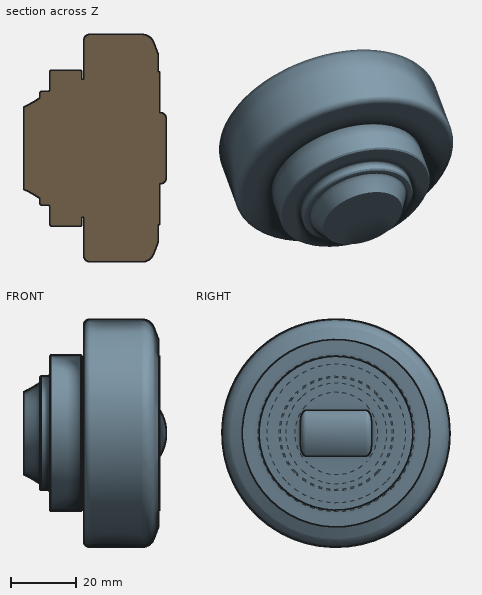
import cadquery as cq
import math


collar_start = 5.0
ring_start = 8.0
ring_end = 18.0
wheel_start = 18.45
wheel_end = 41.5
cap_end = 41.9
roller_tip = 43.95

hub_tip_radius = 12.7
hub_base_radius = 15.5
hub_hollow = 0.15
collar_radius = 17.6
ring_radius = 24.05
neck_radius = 21.3
wheel_radius = 35.05
wheel_end_radius = 28.8
cap_radius = 23.6

edge_chamfer = 0.4
collar_foot_fillet = 0.4
wheel_start_fillet = 1.95
wheel_shoulder_fillet = 3.9
shoulder_slope = math.radians(21)

roller_radius = 13.25
roller_length = 22.0
roller_fillet = 1.9


def disc(start, end, radius):
    return cq.Workplane("YZ").workplane(offset=start).circle(radius).extrude(end - start)


def make_hub():
    middle = (collar_start / 2, (hub_tip_radius + hub_base_radius) / 2 - hub_hollow)
    profile = (
        cq.Workplane("XY")
        .lineTo(0, hub_tip_radius)
        .threePointArc(middle, (collar_start, hub_base_radius))
        .lineTo(collar_start, 0)
        .close()
    )
    return profile.revolve(360, (0, 0, 0), (1, 0, 0))


def make_collar():
    foot_start = ring_start - collar_foot_fillet
    foot_radius = collar_radius + collar_foot_fillet
    foot_middle = (
        ring_start - collar_foot_fillet * (1 - math.sqrt(0.5)),
        foot_radius - collar_foot_fillet * math.sqrt(0.5),
    )
    profile = (
        cq.Workplane("XY")
        .moveTo(collar_start, 0)
        .lineTo(collar_start, collar_radius - edge_chamfer)
        .lineTo(collar_start + edge_chamfer, collar_radius)
        .lineTo(foot_start, collar_radius)
        .threePointArc(foot_middle, (ring_start, foot_radius))
        .lineTo(ring_start, 0)
        .close()
    )
    return profile.revolve(360, (0, 0, 0), (1, 0, 0))


def make_ring():
    return disc(ring_start, ring_end, ring_radius).edges().chamfer(edge_chamfer)


def make_wheel():
    slope_start = wheel_end - (wheel_radius - wheel_end_radius) * math.tan(shoulder_slope)
    profile = (
        cq.Workplane("XY")
        .moveTo(wheel_start, 0)
        .lineTo(wheel_start, wheel_radius)
        .lineTo(slope_start, wheel_radius)
        .lineTo(wheel_end, wheel_end_radius)
        .lineTo(wheel_end, 0)
        .close()
    )
    wheel = profile.revolve(360, (0, 0, 0), (1, 0, 0))
    wheel = wheel.faces("<X").edges().fillet(wheel_start_fillet)
    shoulder_edge = cq.selectors.NearestToPointSelector((slope_start, 0, 0))
    return wheel.edges("%CIRCLE").edges(shoulder_edge).fillet(wheel_shoulder_fillet)


def make_roller():
    roller = (
        cq.Workplane("XZ")
        .center(roller_tip - roller_radius, 0)
        .circle(roller_radius)
        .extrude(roller_length / 2, both=True)
    )
    return roller.edges("%CIRCLE").fillet(roller_fillet)


result = (
    make_hub()
    .union(make_collar())
    .union(make_ring())
    .union(disc(ring_end, wheel_start, neck_radius))
    .union(make_wheel())
    .union(disc(wheel_end, cap_end, cap_radius))
    .union(make_roller())
)
= = =
YOUR INSTRUCTIONS
Output the records above in their entirety and exactly, leaving out all images.

FINISHED TASK
import cadquery as cq
import math


collar_start = 5.0
ring_start = 8.0
ring_end = 18.0
wheel_start = 18.45
wheel_end = 41.5
cap_end = 41.9
roller_tip = 43.95

hub_tip_radius = 12.7
hub_base_radius = 15.5
hub_hollow = 0.15
collar_radius = 17.6
ring_radius = 24.05
neck_radius = 21.3
wheel_radius = 35.05
wheel_end_radius = 28.8
cap_radius = 23.6

edge_chamfer = 0.4
collar_foot_fillet = 0.4
wheel_start_fillet = 1.95
wheel_shoulder_fillet = 3.9
shoulder_slope = math.radians(21)

roller_radius = 13.25
roller_length = 22.0
roller_fillet = 1.9


def disc(start, end, radius):
    return cq.Workplane("YZ").workplane(offset=start).circle(radius).extrude(end - start)


def make_hub():
    middle = (collar_start / 2, (hub_tip_radius + hub_base_radius) / 2 - hub_hollow)
    profile = (
        cq.Workplane("XY")
        .lineTo(0, hub_tip_radius)
        .threePointArc(middle, (collar_start, hub_base_radius))
        .lineTo(collar_start, 0)
        .close()
    )
    return profile.revolve(360, (0, 0, 0), (1, 0, 0))


def make_collar():
    foot_start = ring_start - collar_foot_fillet
    foot_radius = collar_radius + collar_foot_fillet
    foot_middle = (
        ring_start - collar_foot_fillet * (1 - math.sqrt(0.5)),
        foot_radius - collar_foot_fillet * math.sqrt(0.5),
    )
    profile = (
        cq.Workplane("XY")
        .moveTo(collar_start, 0)
        .lineTo(collar_start, collar_radius - edge_chamfer)
        .lineTo(collar_start + edge_chamfer, collar_radius)
        .lineTo(foot_start, collar_radius)
        .threePointArc(foot_middle, (ring_start, foot_radius))
        .lineTo(ring_start, 0)
        .close()
    )
    return profile.revolve(360, (0, 0, 0), (1, 0, 0))


def make_ring():
    return disc(ring_start, ring_end, ring_radius).edges().chamfer(edge_chamfer)


def make_wheel():
    slope_start = wheel_end - (wheel_radius - wheel_end_radius) * math.tan(shoulder_slope)
    profile = (
        cq.Workplane("XY")
        .moveTo(wheel_start, 0)
        .lineTo(wheel_start, wheel_radius)
        .lineTo(slope_start, wheel_radius)
        .lineTo(wheel_end, wheel_end_radius)
        .lineTo(wheel_end, 0)
        .close()
    )
    wheel = profile.revolve(360, (0, 0, 0), (1, 0, 0))
    wheel = wheel.faces("<X").edges().fillet(wheel_start_fillet)
    shoulder_edge = cq.selectors.NearestToPointSelector((slope_start, 0, 0))
    return wheel.edges("%CIRCLE").edges(shoulder_edge).fillet(wheel_shoulder_fillet)


def make_roller():
    roller = (
        cq.Workplane("XZ")
        .center(roller_tip - roller_radius, 0)
        .circle(roller_radius)
        .extrude(roller_length / 2, both=True)
    )
    return roller.edges("%CIRCLE").fillet(roller_fillet)


result = (
    make_hub()
    .union(make_collar())
    .union(make_ring())
    .union(disc(ring_end, wheel_start, neck_radius))
    .union(make_wheel())
    .union(disc(wheel_end, cap_end, cap_radius))
    .union(make_roller())
)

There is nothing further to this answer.